There are many differences between these companies that we can point to. For one, Amazon and Google have larger shares of their respective markets, so there is less risk you will go elsewhere. However, that motive doesn’t apply to Expedia. Amazon and Google have millions (or more) options available that they have to sort through, whereas Tesla has only a few models. But if you think about it, with all the options, Tesla has perhaps the same degree of complexity as Expedia. Even when you compare how much you might spend, Expedia and Tesla are similar. Someone with the income to purchase a $60,000 Tesla that will last five to six years is also likely to spend $10,000 a year on travel. So the obvious candidates don’t help us get to the bottom of the fact that one is automated and the other is a hybrid with a knowledgeable person at the ready.

This chapter is devoted to stakes. We have already seen some of the factors that go into choosing whether to use prediction machines to fully automate a task. But here we highlight a potential cost to full automation when the stakes are high.1 Stakes are the expected losses that arise when there is an error in prediction. Throughout this book, when we talk about prediction, we have often been considering whether perfect prediction could help or not. That is actually a somewhat unrealistic exercise. The better question is whether or not some imperfect prediction could help, for the excellent reason that there are no perfect predictions.

Predictions fail by degrees and in different directions. Your weather app may give you a zero chance of rain tomorrow, and if there is rain, it is clearly incorrect. It may also give you a 10 percent chance of rain. If there is rain, it is hard to know if it was right or not. But the consequences of being incorrect may be very different, depending on what you are using that prediction for. If you’re thinking of going for a bicycle ride, then a 10 percent probability may be worth the risk. If you’re making the final call on whether to hold your wedding reception outside or in a tent, then if the 10 percent prediction is wrong, there are big consequences.

From this perspective, we can see why Tesla is not relying on AI prediction to guide its customer interactions. Compared with Amazon, Google, and Expedia, the stakes are higher. If an Amazon search doesn’t serve up what the consumer wants, the consumer will likely search again. Even so, if the search doesn’t work out for a given interaction, the consumer will likely be back for other stuff. But if consumers don’t find answers to their questions and then search for another brand or, even worse, end up going to a dealer where an incentivized salesperson is desperate for them not to leave without the keys to a brand-new car, Tesla won’t get that person back. Thus, while one could imagine an AI experience that could manage that consumer interaction for Tesla, in the end, if the prediction of what a consumer wants is wrong, Tesla loses the customer. The stakes are higher, and when the stakes are higher, the losses when relying wholly on imperfect AI predictions are higher.
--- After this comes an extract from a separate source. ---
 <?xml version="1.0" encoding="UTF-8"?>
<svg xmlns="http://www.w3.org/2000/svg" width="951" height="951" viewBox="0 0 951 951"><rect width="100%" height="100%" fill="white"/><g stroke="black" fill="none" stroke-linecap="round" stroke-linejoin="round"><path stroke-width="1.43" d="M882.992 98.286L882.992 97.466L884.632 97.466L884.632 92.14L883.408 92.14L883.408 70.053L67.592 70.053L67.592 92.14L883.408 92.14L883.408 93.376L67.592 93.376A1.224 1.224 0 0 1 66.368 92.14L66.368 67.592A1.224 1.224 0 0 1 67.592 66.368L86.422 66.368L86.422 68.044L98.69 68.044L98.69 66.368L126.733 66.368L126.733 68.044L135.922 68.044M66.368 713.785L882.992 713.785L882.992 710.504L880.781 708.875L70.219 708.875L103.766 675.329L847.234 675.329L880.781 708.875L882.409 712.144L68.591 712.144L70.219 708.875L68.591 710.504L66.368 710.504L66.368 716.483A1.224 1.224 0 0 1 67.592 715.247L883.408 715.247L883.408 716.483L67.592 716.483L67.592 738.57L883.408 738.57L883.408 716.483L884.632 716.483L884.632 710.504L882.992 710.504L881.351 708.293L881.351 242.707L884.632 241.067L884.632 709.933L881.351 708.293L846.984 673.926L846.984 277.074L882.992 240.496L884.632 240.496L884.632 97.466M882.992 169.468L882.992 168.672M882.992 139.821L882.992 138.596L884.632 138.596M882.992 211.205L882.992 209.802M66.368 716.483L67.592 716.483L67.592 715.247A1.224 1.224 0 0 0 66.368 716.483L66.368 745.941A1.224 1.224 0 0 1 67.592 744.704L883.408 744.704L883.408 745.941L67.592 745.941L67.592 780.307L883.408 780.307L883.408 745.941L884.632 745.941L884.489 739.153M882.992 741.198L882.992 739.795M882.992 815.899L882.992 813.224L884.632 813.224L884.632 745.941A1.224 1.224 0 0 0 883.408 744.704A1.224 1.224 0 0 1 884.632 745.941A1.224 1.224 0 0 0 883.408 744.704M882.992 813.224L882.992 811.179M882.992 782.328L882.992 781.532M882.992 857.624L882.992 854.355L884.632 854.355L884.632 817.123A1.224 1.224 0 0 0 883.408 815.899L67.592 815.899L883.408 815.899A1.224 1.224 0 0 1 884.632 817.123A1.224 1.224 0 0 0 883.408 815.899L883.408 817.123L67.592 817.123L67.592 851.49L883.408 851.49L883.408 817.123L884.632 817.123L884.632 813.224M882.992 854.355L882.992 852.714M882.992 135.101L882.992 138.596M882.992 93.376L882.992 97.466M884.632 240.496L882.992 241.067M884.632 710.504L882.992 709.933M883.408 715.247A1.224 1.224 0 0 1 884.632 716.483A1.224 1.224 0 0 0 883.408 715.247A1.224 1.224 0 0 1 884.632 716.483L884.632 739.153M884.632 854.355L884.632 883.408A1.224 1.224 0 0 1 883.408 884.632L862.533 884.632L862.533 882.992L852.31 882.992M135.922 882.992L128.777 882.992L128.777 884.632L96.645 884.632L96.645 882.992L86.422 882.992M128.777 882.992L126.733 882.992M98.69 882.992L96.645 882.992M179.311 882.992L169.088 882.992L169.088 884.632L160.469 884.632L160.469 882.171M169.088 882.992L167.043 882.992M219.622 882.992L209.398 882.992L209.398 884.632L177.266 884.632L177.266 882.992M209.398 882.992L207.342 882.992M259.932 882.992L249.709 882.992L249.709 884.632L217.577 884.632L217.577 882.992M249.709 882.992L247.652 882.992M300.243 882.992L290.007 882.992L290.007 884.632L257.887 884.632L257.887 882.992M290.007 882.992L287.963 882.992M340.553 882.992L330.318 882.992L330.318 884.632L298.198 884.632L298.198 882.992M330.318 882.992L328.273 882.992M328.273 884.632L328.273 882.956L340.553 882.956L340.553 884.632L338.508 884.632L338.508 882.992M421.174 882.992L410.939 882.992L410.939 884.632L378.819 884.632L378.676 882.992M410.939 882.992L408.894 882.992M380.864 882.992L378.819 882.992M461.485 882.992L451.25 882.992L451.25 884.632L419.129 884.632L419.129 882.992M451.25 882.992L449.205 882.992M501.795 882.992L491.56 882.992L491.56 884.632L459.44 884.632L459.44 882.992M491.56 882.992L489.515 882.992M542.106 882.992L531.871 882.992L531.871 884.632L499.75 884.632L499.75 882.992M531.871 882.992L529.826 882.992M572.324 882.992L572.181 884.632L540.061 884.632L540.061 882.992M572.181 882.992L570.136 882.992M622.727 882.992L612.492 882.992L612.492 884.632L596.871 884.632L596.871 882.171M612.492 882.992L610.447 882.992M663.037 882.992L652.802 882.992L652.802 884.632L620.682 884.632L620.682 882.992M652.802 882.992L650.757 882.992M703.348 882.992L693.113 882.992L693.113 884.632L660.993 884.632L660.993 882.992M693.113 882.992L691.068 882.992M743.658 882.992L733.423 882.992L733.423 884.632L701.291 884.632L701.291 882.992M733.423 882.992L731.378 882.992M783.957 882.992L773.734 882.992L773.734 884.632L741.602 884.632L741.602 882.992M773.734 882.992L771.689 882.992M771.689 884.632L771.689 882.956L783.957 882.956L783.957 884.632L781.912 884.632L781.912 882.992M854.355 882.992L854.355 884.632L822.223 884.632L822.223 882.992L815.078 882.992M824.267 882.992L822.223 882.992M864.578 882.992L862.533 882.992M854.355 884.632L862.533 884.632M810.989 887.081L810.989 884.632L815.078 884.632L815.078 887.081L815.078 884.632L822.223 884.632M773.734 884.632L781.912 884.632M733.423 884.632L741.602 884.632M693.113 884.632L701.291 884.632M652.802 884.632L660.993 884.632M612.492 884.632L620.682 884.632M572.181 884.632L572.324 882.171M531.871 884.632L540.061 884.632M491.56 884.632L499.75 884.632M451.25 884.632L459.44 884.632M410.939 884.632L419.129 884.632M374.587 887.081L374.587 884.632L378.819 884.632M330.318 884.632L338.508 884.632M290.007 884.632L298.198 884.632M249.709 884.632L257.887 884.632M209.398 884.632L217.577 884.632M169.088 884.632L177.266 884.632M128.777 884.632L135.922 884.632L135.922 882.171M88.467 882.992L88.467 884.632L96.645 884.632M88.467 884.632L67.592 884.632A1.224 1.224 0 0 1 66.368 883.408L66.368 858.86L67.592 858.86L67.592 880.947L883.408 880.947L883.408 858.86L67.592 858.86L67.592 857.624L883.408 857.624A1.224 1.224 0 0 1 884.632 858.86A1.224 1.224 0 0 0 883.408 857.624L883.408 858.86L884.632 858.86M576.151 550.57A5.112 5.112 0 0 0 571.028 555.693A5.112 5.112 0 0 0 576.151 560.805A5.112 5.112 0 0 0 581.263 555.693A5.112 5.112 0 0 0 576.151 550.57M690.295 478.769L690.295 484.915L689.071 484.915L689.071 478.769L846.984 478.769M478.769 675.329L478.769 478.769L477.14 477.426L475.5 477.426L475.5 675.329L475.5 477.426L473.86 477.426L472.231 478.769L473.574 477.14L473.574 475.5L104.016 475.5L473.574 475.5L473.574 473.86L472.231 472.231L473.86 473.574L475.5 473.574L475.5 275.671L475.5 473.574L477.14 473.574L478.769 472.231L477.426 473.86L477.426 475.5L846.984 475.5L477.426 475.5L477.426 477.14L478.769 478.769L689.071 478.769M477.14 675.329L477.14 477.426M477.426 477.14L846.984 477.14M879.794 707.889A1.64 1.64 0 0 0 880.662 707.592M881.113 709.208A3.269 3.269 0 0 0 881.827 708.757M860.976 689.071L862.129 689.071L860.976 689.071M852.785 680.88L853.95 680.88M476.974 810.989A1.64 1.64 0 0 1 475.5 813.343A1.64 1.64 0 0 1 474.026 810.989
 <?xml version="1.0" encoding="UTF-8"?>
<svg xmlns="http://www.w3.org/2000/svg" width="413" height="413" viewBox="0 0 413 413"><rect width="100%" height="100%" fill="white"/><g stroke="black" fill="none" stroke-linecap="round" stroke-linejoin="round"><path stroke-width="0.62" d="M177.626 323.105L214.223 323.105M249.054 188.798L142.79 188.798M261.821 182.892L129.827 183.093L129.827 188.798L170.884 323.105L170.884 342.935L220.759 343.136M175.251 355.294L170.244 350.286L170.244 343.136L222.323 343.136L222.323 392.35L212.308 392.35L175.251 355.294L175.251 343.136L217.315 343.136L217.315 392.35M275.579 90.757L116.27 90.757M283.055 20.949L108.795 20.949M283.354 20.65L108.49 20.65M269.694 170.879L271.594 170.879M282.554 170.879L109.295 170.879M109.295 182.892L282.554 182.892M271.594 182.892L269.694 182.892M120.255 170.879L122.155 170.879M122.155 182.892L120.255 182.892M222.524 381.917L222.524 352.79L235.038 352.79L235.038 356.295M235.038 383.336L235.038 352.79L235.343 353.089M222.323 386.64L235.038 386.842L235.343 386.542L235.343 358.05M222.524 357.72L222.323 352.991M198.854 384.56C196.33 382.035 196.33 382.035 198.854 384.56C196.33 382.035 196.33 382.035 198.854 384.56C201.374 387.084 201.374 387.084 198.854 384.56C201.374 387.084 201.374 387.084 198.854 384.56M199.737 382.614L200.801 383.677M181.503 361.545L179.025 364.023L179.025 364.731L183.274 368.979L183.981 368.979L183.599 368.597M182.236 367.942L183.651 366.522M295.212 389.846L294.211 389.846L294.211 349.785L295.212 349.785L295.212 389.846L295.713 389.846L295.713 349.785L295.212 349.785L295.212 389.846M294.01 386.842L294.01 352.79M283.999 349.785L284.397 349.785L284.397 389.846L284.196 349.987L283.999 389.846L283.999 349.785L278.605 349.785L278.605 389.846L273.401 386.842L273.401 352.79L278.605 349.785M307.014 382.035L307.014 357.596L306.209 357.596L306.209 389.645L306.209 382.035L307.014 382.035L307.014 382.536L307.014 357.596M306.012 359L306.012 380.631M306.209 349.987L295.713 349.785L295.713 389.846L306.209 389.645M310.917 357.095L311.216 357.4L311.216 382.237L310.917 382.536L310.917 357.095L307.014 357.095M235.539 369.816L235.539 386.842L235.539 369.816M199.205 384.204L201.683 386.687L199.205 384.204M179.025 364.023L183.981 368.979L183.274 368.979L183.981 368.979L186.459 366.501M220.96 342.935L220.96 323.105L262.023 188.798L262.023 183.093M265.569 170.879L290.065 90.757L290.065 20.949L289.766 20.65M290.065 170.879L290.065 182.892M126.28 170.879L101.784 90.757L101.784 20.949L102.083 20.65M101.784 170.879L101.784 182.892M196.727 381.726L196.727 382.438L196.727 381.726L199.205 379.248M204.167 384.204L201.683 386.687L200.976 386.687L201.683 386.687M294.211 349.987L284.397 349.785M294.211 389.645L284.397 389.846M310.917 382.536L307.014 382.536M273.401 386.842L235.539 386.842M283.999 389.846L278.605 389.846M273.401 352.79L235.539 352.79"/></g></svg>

We could conclude that when the stakes are higher, AI has to give better prediction so that the errors don’t appear. However, while better AI may be more valuable in these situations, the message we want to give in this chapter is that such an approach oversimplifies the situation.

Here we examine the relationship between stakes and AI prediction. One implication is that when the stakes are high, utilizing AI prediction involves complementary investments in measures that manage the additional risks that are created. That management will involve either some form of insurance—countering potentially adverse downside outcomes—or some form of protection, reducing the likelihood of those outcomes and containing the adverse consequences.

High versus Low Stakes

Amazon recommendations involve what we would call “low-stakes” transactions. If you search for “dog bowls,” and Amazon recommends the “PEGGY11 No Spill Non-Skid Stainless Steel Dog Bowl” with its five-star rating from 10,505 reviews for $18.89 (discounted from $18.99), that may well hit the mark.2 But then you realize the bowl is very large and may not suit your small shih tzu, so you search for “dog bowls small” instead. That leads you to the “Bone Dry Paw Patch & Stripes Ceramic Pet Bowl & Canister Collection, Small Bowl Set,” which gives you two bowls for just $13.05 (discounted from $14.99), and you are done.3

That was good news for you but apparently not for one reviewer who gave it a one-star rating:

They look much larger than they are in fact. There was nothing in the text to suggest how minuscule they are. They might be good for teacup breeds, but nothing bigger. Hopefully I will save all who read this some wasted time and energy.4

Something went gravely wrong for this customer. Amazon recommended the bowl, but led the customer astray. It made the sale, but disappointed the customer. You might think the customer would never return. Instead, they bought and reviewed nine more products after that poor experience, of which they gave five one-star reviews and four favorable reviews. After ten years of eighty-seven reviews, this customer was very satisfied for the first year of reviewing. After that, their experience has been mixed.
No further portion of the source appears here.